About this exercise: Leave the pictures out while you restate every entry below word for word.

-=-=-=-=-

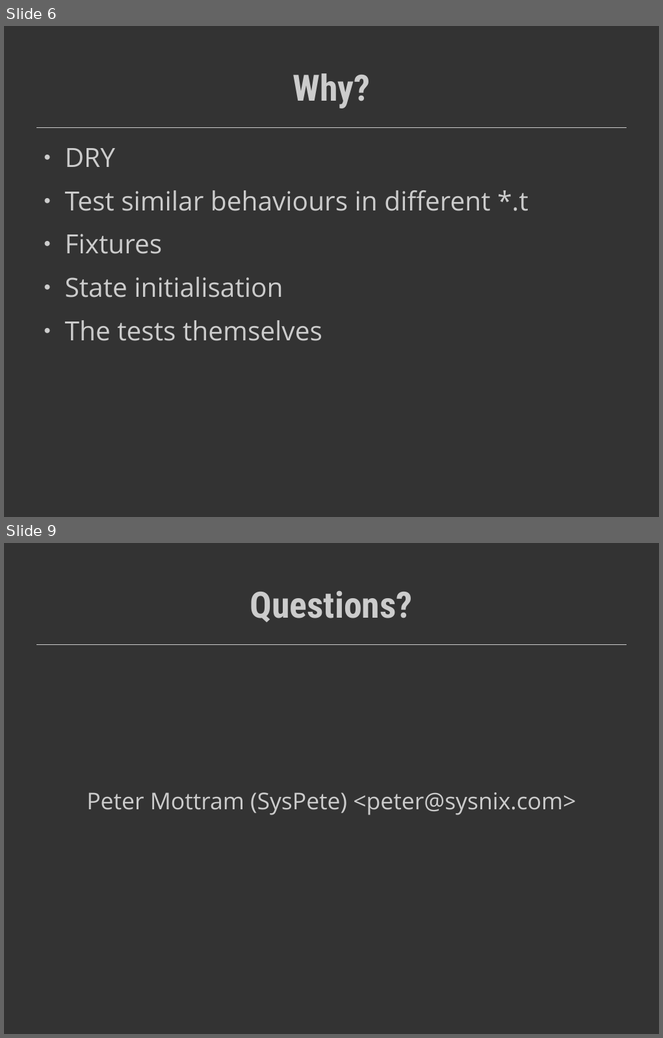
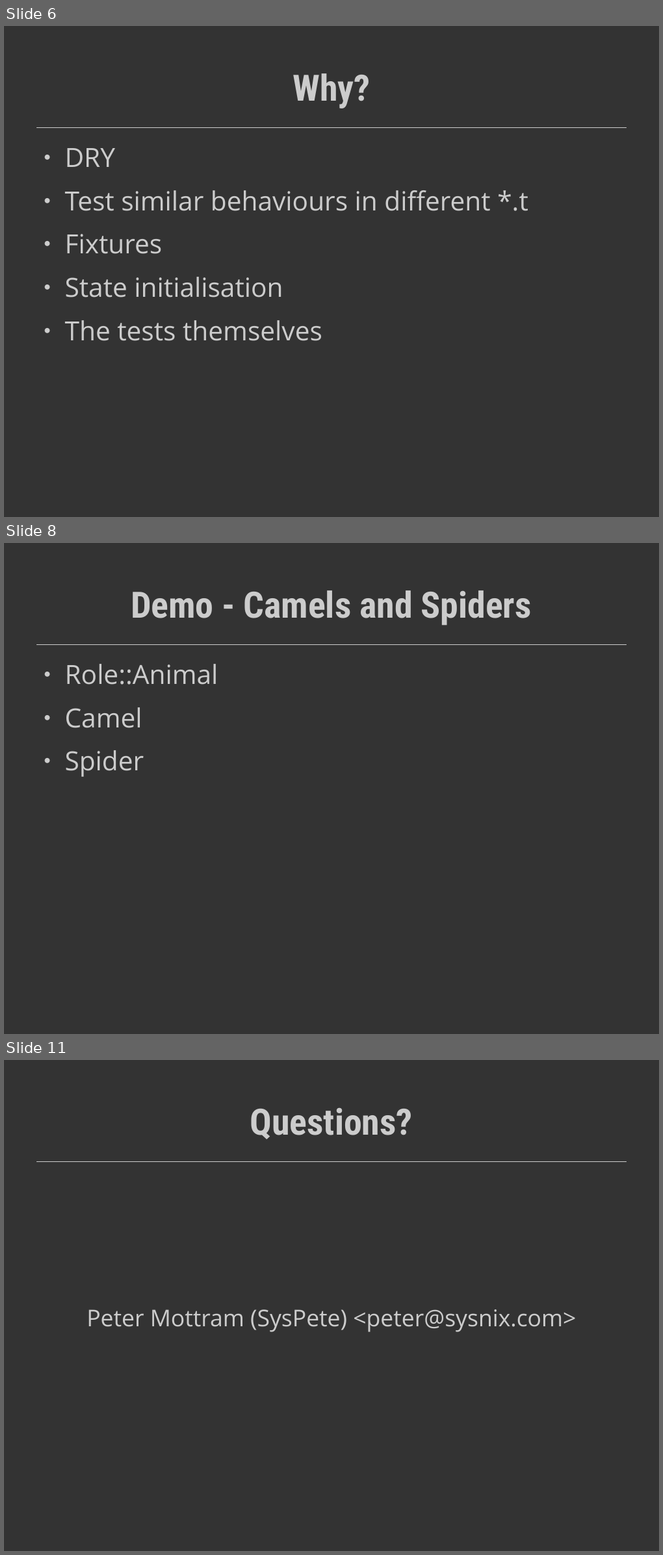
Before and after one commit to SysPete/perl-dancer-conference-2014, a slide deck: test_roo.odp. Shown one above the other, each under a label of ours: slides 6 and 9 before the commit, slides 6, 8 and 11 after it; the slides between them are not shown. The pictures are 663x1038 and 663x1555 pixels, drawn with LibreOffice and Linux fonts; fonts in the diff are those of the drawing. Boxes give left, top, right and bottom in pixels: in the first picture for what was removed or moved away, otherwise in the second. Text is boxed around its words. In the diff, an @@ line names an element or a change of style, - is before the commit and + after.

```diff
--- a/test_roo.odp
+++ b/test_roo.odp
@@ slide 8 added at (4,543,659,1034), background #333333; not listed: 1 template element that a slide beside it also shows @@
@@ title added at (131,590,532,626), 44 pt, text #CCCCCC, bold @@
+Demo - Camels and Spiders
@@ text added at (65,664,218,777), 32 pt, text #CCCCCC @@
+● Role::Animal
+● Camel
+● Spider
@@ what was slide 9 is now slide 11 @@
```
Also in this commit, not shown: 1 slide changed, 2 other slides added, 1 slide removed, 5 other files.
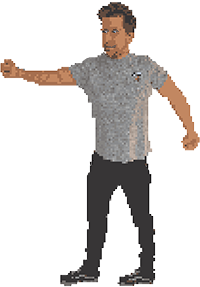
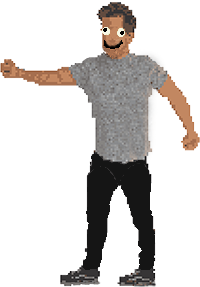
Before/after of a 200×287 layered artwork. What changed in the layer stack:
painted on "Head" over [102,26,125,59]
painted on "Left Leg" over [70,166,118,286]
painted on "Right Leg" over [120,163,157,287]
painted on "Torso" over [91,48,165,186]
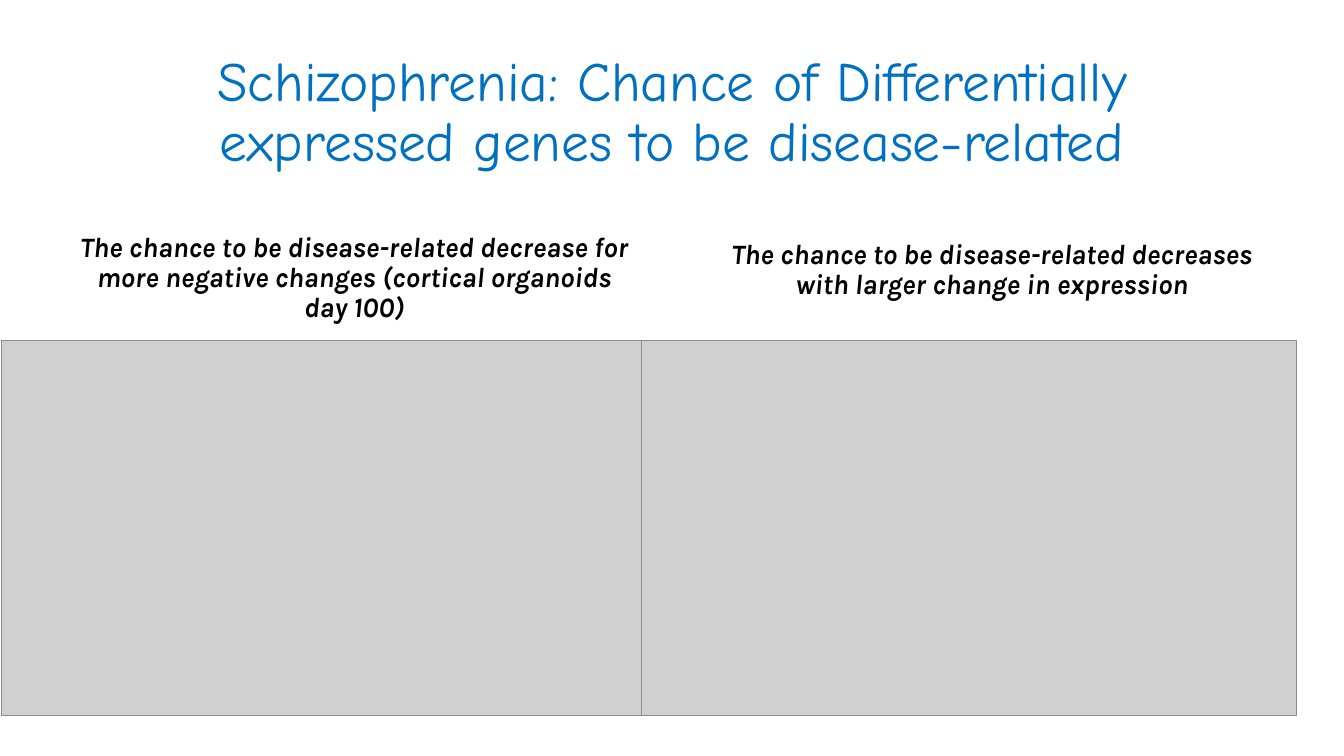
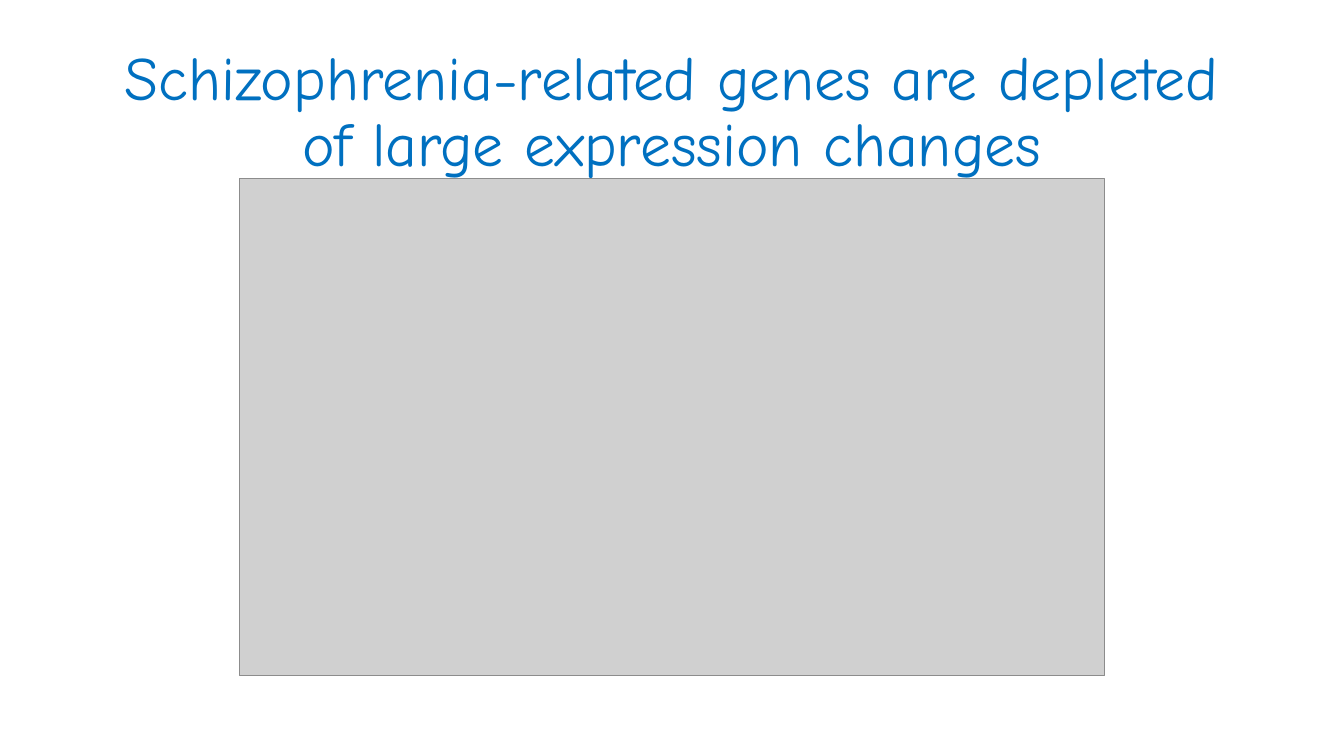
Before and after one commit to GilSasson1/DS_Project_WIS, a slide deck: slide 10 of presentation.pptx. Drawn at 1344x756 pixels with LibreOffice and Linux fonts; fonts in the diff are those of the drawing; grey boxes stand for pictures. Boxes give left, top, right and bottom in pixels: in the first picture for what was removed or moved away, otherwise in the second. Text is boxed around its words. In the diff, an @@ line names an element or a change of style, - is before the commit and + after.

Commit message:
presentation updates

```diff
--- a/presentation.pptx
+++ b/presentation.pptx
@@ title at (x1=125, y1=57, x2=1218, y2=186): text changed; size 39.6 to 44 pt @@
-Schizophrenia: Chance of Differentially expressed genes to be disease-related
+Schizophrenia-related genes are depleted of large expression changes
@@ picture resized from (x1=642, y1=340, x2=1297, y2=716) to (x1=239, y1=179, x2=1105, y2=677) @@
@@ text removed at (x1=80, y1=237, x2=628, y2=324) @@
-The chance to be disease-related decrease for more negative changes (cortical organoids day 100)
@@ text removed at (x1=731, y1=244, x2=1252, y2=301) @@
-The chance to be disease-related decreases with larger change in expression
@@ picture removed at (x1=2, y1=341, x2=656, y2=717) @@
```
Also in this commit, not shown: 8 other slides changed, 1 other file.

-=-=-=-=-

Task response:
Before and after one commit to SysPete/perl-dancer-conference-2014, a slide deck: test_roo.odp. Shown one above the other, each under a label of ours: slides 6 and 9 before the commit, slides 6, 8 and 11 after it; the slides between them are not shown. The pictures are 663x1038 and 663x1555 pixels, drawn with LibreOffice and Linux fonts; fonts in the diff are those of the drawing. Boxes give left, top, right and bottom in pixels: in the first picture for what was removed or moved away, otherwise in the second. Text is boxed around its words. In the diff, an @@ line names an element or a change of style, - is before the commit and + after.

```diff
--- a/test_roo.odp
+++ b/test_roo.odp
@@ slide 8 added at (4,543,659,1034), background #333333; not listed: 1 template element that a slide beside it also shows @@
@@ title added at (131,590,532,626), 44 pt, text #CCCCCC, bold @@
+Demo - Camels and Spiders
@@ text added at (65,664,218,777), 32 pt, text #CCCCCC @@
+● Role::Animal
+● Camel
+● Spider
@@ what was slide 9 is now slide 11 @@
```
Also in this commit, not shown: 1 slide changed, 2 other slides added, 1 slide removed, 5 other files.
Before/after of a 200×287 layered artwork. What changed in the layer stack:
painted on "Head" over [102,26,125,59]
painted on "Left Leg" over [70,166,118,286]
painted on "Right Leg" over [120,163,157,287]
painted on "Torso" over [91,48,165,186]
Before and after one commit to GilSasson1/DS_Project_WIS, a slide deck: slide 10 of presentation.pptx. Drawn at 1344x756 pixels with LibreOffice and Linux fonts; fonts in the diff are those of the drawing; grey boxes stand for pictures. Boxes give left, top, right and bottom in pixels: in the first picture for what was removed or moved away, otherwise in the second. Text is boxed around its words. In the diff, an @@ line names an element or a change of style, - is before the commit and + after.

Commit message:
presentation updates

```diff
--- a/presentation.pptx
+++ b/presentation.pptx
@@ title at (x1=125, y1=57, x2=1218, y2=186): text changed; size 39.6 to 44 pt @@
-Schizophrenia: Chance of Differentially expressed genes to be disease-related
+Schizophrenia-related genes are depleted of large expression changes
@@ picture resized from (x1=642, y1=340, x2=1297, y2=716) to (x1=239, y1=179, x2=1105, y2=677) @@
@@ text removed at (x1=80, y1=237, x2=628, y2=324) @@
-The chance to be disease-related decrease for more negative changes (cortical organoids day 100)
@@ text removed at (x1=731, y1=244, x2=1252, y2=301) @@
-The chance to be disease-related decreases with larger change in expression
@@ picture removed at (x1=2, y1=341, x2=656, y2=717) @@
```
Also in this commit, not shown: 8 other slides changed, 1 other file.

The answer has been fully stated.